- Born: Bonny Merioles Serrano 4 April 1922 Uson, Masbate, Insular Government of the Philippine Islands, United States
- Died: 2 January 1970 (aged 47) Manila, Philippines
- Resting place: Loyola Memorial Park, Marikina, Philippines
- Rank: Colonel
- Unit: Philippine Expeditionary Forces to Korea
- Conflicts: Korean War
- Awards: 48, including Medal of Valor
- Memorials: Bonny Serrano Avenue BRP Boni Serrano (PG-111) Camp Bonny Serrano
- Spouse: Cora Real Serrano
- Children: 3

= Boni Serrano =

Filipino soldier of the Korean War

Colonel Bonny “Boni” Merioles Serrano (4 April 1922 - 2 January 1970) also known as "Venancio" Serrano in some WWII articles (but officially listed as "Bonny Merioles Serrano" in his birth certificate), was a Filipino soldier of the Korean War in the 1950s. He received a total of 48 medals, including the Medal of Valor for extraordinary bravery, the highest honor the Armed Forces of the Philippines (AFP) can bestow. He was a member of the 10 BCT Philippine Expeditionary Force to Korea (PEFTOK): 1950–1955.

==Biography==
Bonny Serrano was born and raised in Armenia, Uson, Masbate on April 4, 1922, to Captain Conrado Serrano who originally hailed from Batangas and wife Juanita Merioles. When the Philippine-Japanese war broke out, his father was reassigned to Bataan to resist Japanese invaders and never returned.

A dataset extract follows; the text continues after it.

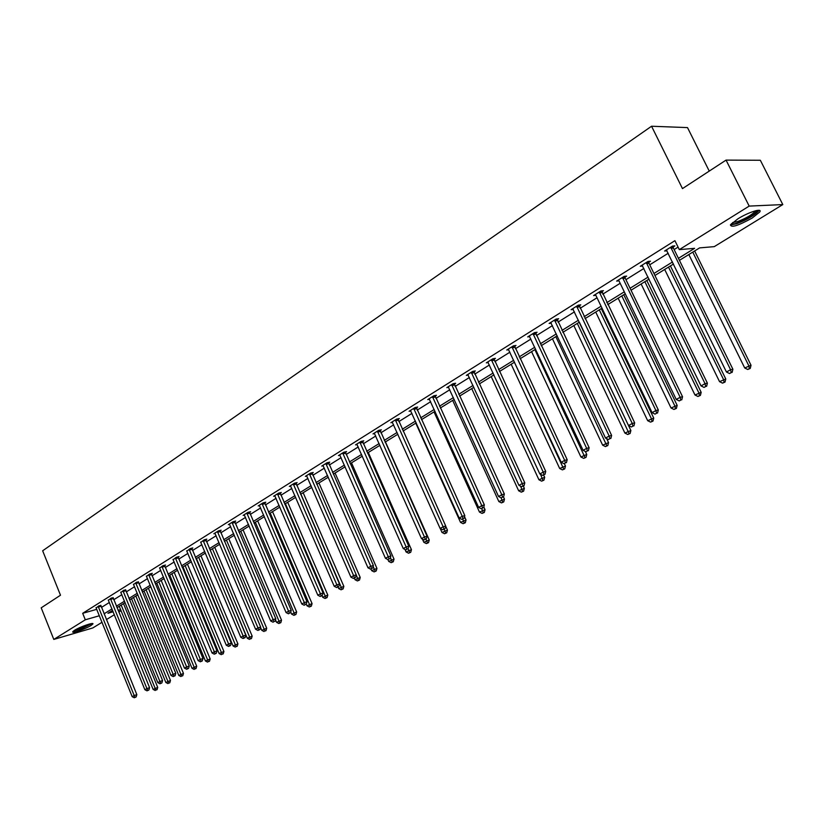 <?xml version="1.0" encoding="UTF-8"?>
<svg xmlns="http://www.w3.org/2000/svg" width="824" height="824" viewBox="0 0 824 824"><rect width="100%" height="100%" fill="white"/><g stroke="black" fill="none" stroke-linecap="round" stroke-linejoin="round"><path stroke-width="1.24" d="M74.562 630.288C79.928 626.827 94.348 621.883 92.875 623.984L91.031 625.478C85.675 628.908 71.389 633.831 72.77 631.75L74.562 630.288M737.841 218.865C748.47 212.129 763.024 207.617 759.666 212.067L752.199 218.03C738.098 225.786 730.867 228.032 730.528 224.746L737.841 218.865M709.248 171.093L687.504 127.596L651.557 126.237L42.652 550.782L60.492 595.216L41.2 607.834L53.797 639.424L85.305 619.792L99.395 615.734M651.557 126.237L682.468 188.603L726.057 160.103L760.346 160.268L782.8 204.579L714.274 246.633L699.607 247.89L679.419 260.353M121.015 610.646L118.769 612.026M114.371 614.725L106.409 619.607M102.052 622.285L92.803 627.95L53.797 639.424M726.057 160.103L749.181 206.093L782.8 204.579M113.125 597.864L111.322 598.049L108.438 600.243M138.38 582.032L136.609 582.197L133.622 584.463M164.594 565.614L165.552 565.017L162.853 565.727L159.753 568.096M191.817 548.557L192.816 547.929L190.117 548.64L186.904 551.101M220.111 530.831L221.151 530.182L218.453 530.862L213.838 533.756L215.115 533.437M249.538 512.394L250.62 511.714L247.921 512.384L243.121 515.391L244.46 515.062M280.17 493.205L281.293 492.495L278.605 493.133L273.599 496.275L275.01 495.935M312.09 473.203L313.254 472.471L310.566 473.089L305.354 476.354L306.837 476.014M345.359 452.366L346.574 451.593L343.896 452.18L338.458 455.59L340.013 455.25M380.08 430.602L381.358 429.809L378.69 430.355L373.014 433.918L374.652 433.579M416.347 407.88L417.675 407.046L415.028 407.561L409.095 411.279L410.826 410.949M454.271 384.128L455.662 383.253L453.035 383.727L446.835 387.62L448.658 387.28M493.957 359.254L495.42 358.347L492.824 358.77L486.325 362.848L488.251 362.529M535.549 333.205L537.073 332.247L534.508 332.628L527.7 336.903L529.75 336.583M579.169 305.869L580.776 304.87L578.242 305.189L571.094 309.68L573.267 309.391M624.973 277.173L626.662 276.112L624.18 276.38L616.661 281.097L618.979 280.84L618.34 280.047M673.136 246.994L674.908 245.882L672.487 246.088L664.577 251.042L667.038 250.815M101.465 607.412L109.386 602.457M113.753 599.728L121.87 594.66M126.278 591.9L134.58 586.709M139.029 583.938L147.537 578.613M152.018 575.822L160.742 570.373M165.253 567.54L174.194 561.968M178.746 559.115L187.903 553.398M192.497 550.525L201.88 544.664M206.515 541.759L216.135 535.755M220.811 532.829L230.668 526.67M235.386 523.724L245.5 517.41M250.249 514.433L260.621 507.955M265.421 504.958L276.061 498.304M280.902 495.276L291.82 488.457M296.702 485.408L307.908 478.404M312.832 475.324L324.326 468.145M329.312 465.035L341.105 457.66M346.132 454.518L358.244 446.948M363.312 443.786L375.754 436.009M380.873 432.816L393.656 424.824M398.816 421.6L411.949 413.391M417.171 410.136L430.653 401.7M435.927 398.414L449.791 389.742M455.116 386.425L469.371 377.516M474.737 374.158L489.404 364.991M494.833 361.602L509.912 352.178M515.391 348.758L530.903 339.055M536.445 335.605L552.41 325.624M558.003 322.132L574.441 311.853M580.096 308.32L597.019 297.752M602.725 294.178L620.163 283.291M625.931 279.686L643.894 268.459M649.724 264.813L668.233 253.246M674.125 249.569L678.07 247.107M678.43 258.324L694.601 248.323L679.316 249.631L674.908 240.67L82.688 613.314L96.799 609.327M648.745 262.279L650.476 261.198L648.024 261.424L640.31 266.265L642.71 266.028M601.788 291.696L603.436 290.666L600.923 290.965L593.599 295.569L595.845 295.291L595.227 294.539M557.096 319.702L558.662 318.723L556.107 319.073L549.134 323.451L551.246 323.152M514.506 346.379L515.999 345.452L513.414 345.853L506.76 350.025L508.758 349.706M473.893 371.83L475.314 370.944L472.698 371.387L466.353 375.373L468.228 375.044M435.093 396.138L436.452 395.283L433.826 395.778L427.749 399.589L429.531 399.249M398.013 419.375L399.321 418.551L396.663 419.086L390.854 422.722L392.543 422.382M362.529 441.602L363.775 440.819L361.108 441.386L355.546 444.867L357.142 444.527M328.549 462.892L329.744 462.151L327.056 462.748L321.731 466.085L323.245 465.745M295.96 483.307L297.114 482.586L294.415 483.214L289.317 486.418L290.759 486.078M264.7 502.898L265.802 502.207L263.103 502.856L258.2 505.926L259.581 505.596M234.685 521.705L235.736 521.046L233.037 521.716L228.33 524.661L229.638 524.342M205.835 539.782L206.845 539.143L204.146 539.833L200.871 542.357M178.077 557.168L179.055 556.55L176.357 557.261L173.205 559.681M151.369 573.906L152.306 573.308L149.608 574.04L146.569 576.357M125.639 590.025L123.858 590.2L120.912 592.425M100.837 605.558L99.024 605.764L96.181 607.916M82.688 613.314L85.305 619.792M679.316 249.631L749.181 206.093M112.61 610.388L107.923 613.293L113.176 611.779M118.09 610.368L120.603 609.647M673.507 264.01L654.926 275.484M649.065 279.099L631.029 290.233M625.241 293.808L607.741 304.623M602.004 308.155L585.019 318.651M579.344 322.153L562.844 332.35M557.23 335.811L541.193 345.709M535.641 349.149L520.068 358.77M514.557 362.158L499.426 371.511M493.978 374.879L479.259 383.963M473.872 387.29L459.555 396.128M454.22 399.434L440.294 408.024M435.01 411.289L421.466 419.653M416.233 422.887L403.049 431.024M397.868 434.227L385.045 442.148M379.905 445.321L367.422 453.035M362.333 456.177L350.169 463.685M345.132 466.796L333.287 474.109M328.292 477.199L316.756 484.316M311.812 487.375L300.575 494.318M295.672 497.346L284.713 504.103M279.851 507.11L269.18 513.702M264.36 516.679L253.957 523.106M249.178 526.052L239.032 532.314M234.304 535.24L224.406 541.347M219.72 544.252L210.069 550.205M205.413 553.079L195.999 558.888M191.395 561.741L182.207 567.417M177.634 570.239L168.673 575.77M164.141 578.572L155.386 583.979M150.895 586.75L142.356 592.023M137.896 594.774L129.564 599.924M125.135 602.653L116.998 607.679M104.061 613.818L112.002 608.905M116.39 606.186L124.527 601.159M128.946 598.42L137.268 593.259M141.728 590.509L150.267 585.225M154.757 582.444L163.502 577.037M168.034 574.225L176.985 568.684M181.558 565.851L190.735 560.176M195.34 557.323L204.754 551.503M209.399 548.619L219.04 542.656M223.737 539.751L233.625 533.633M238.352 530.707L248.488 524.424M253.267 521.479L263.659 515.041M268.48 512.054L279.14 505.452M284.002 502.455L294.941 495.677M299.843 492.639L311.081 485.686M316.025 482.627L327.55 475.5M332.546 472.409L344.37 465.086M349.417 461.965L361.561 454.446M366.649 451.294L379.122 443.57M384.262 440.397L397.075 432.466M402.256 429.252L415.43 421.105M420.662 417.871L434.197 409.487M439.48 406.222L453.385 397.611M458.721 394.305L473.028 385.457M478.414 382.12L493.123 373.014M498.561 369.646L513.692 360.284M519.182 356.885L534.755 347.254M540.307 343.814L556.324 333.905M561.937 330.424L578.417 320.227M584.092 316.715L601.067 306.209M606.794 302.655L624.283 291.83M630.072 288.256L648.097 277.101M653.947 273.475L672.518 261.981M670.705 247.2L730.579 369.739L726.449 372.005L666.338 249.94M673.033 246.036L673.383 248.045L732.896 369.234L730.579 369.739L731.197 372.633L729.539 373.54L731.197 372.633M732.124 372.427L732.896 369.234M726.449 372.005L729.539 373.54M688.833 254.544L744.711 367.978L751.024 365.269L694.622 250.97M749.387 368.596L747.749 369.482L750.273 368.4L749.387 368.596L748.8 365.753L692.757 252.113M747.749 369.482L744.711 367.978M751.024 365.269L750.273 368.4M646.294 262.506L705.045 383.696L701.018 385.9L642.03 265.184M648.653 261.363L648.993 263.309L707.394 383.16L705.045 383.696L705.684 386.528L704.067 387.414L705.684 386.528M706.621 386.312L707.394 383.16M701.018 385.9L704.067 387.414M622.491 277.441L680.161 397.292L676.236 399.434L618.968 280.819M624.88 276.308L625.21 278.193L682.54 396.725L680.161 397.292L680.809 400.073L679.244 400.928L680.809 400.073M681.767 399.846L682.54 396.725M676.236 399.434L679.244 400.928M664.68 269.458L719.537 381.656L725.779 378.978L670.417 265.915M724.121 382.274L722.524 383.139L725.027 382.068L724.121 382.274L723.524 379.493L668.511 267.089M722.524 383.139L719.537 381.656M725.779 378.978L725.027 382.068M641.134 284.002L694.982 394.995L701.173 392.337L646.799 280.5M699.504 395.623L697.938 396.468L700.41 395.396L699.504 395.623L698.876 392.883L644.862 281.695M697.938 396.468L694.982 394.995M701.173 392.337L700.41 395.396M757.256 210.398L757.287 210.831C754.537 214.714 748.007 218.72 737.696 222.861C734.122 224.077 732.062 224.313 731.516 223.572M732.639 222.552L737.738 221.543C746.204 218.226 752.158 214.714 755.587 211.006L755.752 210.717M730.394 224.983L736.718 223.726C747.203 219.617 754.588 215.26 758.852 210.666L759.059 210.305M91.001 623.675L81.627 628.527L74.067 630.607M75.839 629.546L89.013 624.149M73.315 631.163L81.504 628.774L91.928 623.541M599.285 291.995L655.904 410.537L652.072 412.639L595.845 295.311M601.695 290.872L658.314 409.961L655.904 410.537L656.574 413.277L655.039 414.112L656.574 413.277M657.531 413.04L658.314 409.961M652.072 412.639L655.039 414.112M618.154 298.185L671.045 408.004L677.163 405.377L623.768 294.724M675.484 408.632L673.96 409.456L676.411 408.405L675.484 408.632L674.846 405.944L621.801 295.94M673.96 409.456L671.045 408.004M677.163 405.377L676.411 408.405M576.635 306.198L632.245 423.464L628.506 425.503L572.69 308.681M579.076 305.086L634.676 422.856L632.245 423.464L632.935 426.152L631.431 426.966L632.935 426.152M633.903 425.915L634.676 422.856M628.506 425.503L631.431 426.966M595.721 312.038L647.685 420.693L653.741 418.098L601.283 308.609M652.041 421.332L650.569 422.125L652.979 421.095L652.041 421.332L651.393 418.685L599.285 309.845M650.569 422.125L647.685 420.693M653.741 418.098L652.979 421.095M554.542 320.052L609.173 436.071L605.527 438.059L550.689 322.472M557.014 318.95L611.624 435.443L609.173 436.071L609.873 438.718L608.411 439.511L609.873 438.718M610.852 438.461L611.624 435.443M605.527 438.059L608.411 439.511M573.834 325.562L624.891 433.074L630.875 430.509L579.334 322.163M629.176 433.712L627.734 434.495L630.123 433.476L629.176 433.712L577.305 323.41M627.734 434.495L624.891 433.074M630.875 430.509L630.123 433.476M532.984 333.586L586.657 448.369L583.093 450.316L529.214 335.945M535.466 332.484L589.129 447.72L586.657 448.369L587.368 450.975L585.946 451.748L587.368 450.975M588.357 450.707L589.129 447.72M583.093 450.316L585.946 451.748M552.451 338.767L602.643 445.166L608.555 442.622L606.68 438.636M606.855 445.815L605.434 446.577L607.803 445.557L606.855 445.815L555.84 336.666M605.434 446.577L602.643 445.166M608.555 442.622L607.803 445.557M511.92 346.791L564.677 460.379L561.206 462.274L508.253 349.098M514.433 345.689L567.18 459.71L564.677 460.379L565.408 462.933L564.018 463.696L565.408 462.933M566.407 462.666L567.18 459.71M561.206 462.274L564.018 463.696M531.573 351.663L580.91 456.98L586.76 454.457L585.349 451.449M585.05 457.619L583.67 458.371L586.019 457.361L585.05 457.619L534.879 349.613M583.67 458.371L580.91 456.98M586.76 454.457L586.019 457.361M491.362 359.686L543.222 472.101L539.833 473.954L487.767 361.942M493.885 358.594L545.735 471.41L543.222 472.101L543.964 474.614L542.604 475.355L543.964 474.614M544.973 474.336L545.735 471.41M539.833 473.954L542.604 475.355M511.168 364.26L559.681 468.506L565.48 466.013L564.347 463.603M563.76 469.155L562.411 469.886L564.728 468.887L563.76 469.155L514.403 362.261M562.411 469.886L559.681 468.506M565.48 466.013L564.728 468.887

Coming back from the Korean War, he was the most eligible bachelor in the country. At 34, he married a Visayan singer/actress Cora Real and had three (3) children: Audie, Bonny Jr. and Johanna.

Colonel Bonny Serrano suffered a stroke on January 2, 1970.

At the colonel's wake, former President Ferdinand Marcos was said to glance admiringly at the 48 medals the colonel had in his casket and asked a journalist if it all belong to the late colonel. To which the journalist replied, "Yes, Mr. President. It was all his. He earned every single one of them".

He was buried at Loyola Memorial Park in Marikina. He was supposed to be at Libingan ng mga Bayani, but his wife chose Loyola because it is near their residence at Blue Ridge, Quezon City.

==Korean War Exploits ==
On November 5, 1950, the 10th BCT PEFTOK together with several battalions of the US forces found themselves stuck and unable to advance for several days across the Yalu River due to heavy artillery and sniper fires from the opposite side of the river by the North Korean and Chinese forces. Then 28 years old, Lt. Bonny Serrano led a five-man all-Filipino commando team on a winter night raid, swam across freezing water and captured 77 North Korean soldiers and sympathizers who thought they were surrounded by a much larger army. The "gung ho" attitude of Lt. Serrano earned him a reputation for fearlessness that made him one of the most colorful Filipino soldiers in the Korean War.

His exploits were the basis of an LVN movie, "Korea", directed by Lamberto V. Avellana and written by Ninoy Aquino starring Jaime de la Rosa and Nida Blanca. The movie was nominated for the year's FAMAS Best Picture and Best Screenplay for Benigno Aquino Jr. It won two FAMAS major awards: Best Supporting Actor for Gil de Leon and Best Supporting Actress for Nida Blanca.

==Honors and Recognitions==
A road in Quezon City formerly known as Santolan Road was renamed to Bonny Serrano Avenue. A Philippine navy boat, BRP Boni Serrano (PG-111), and a military camp, Camp Bonny Serrano in Masbate were also named in his honor.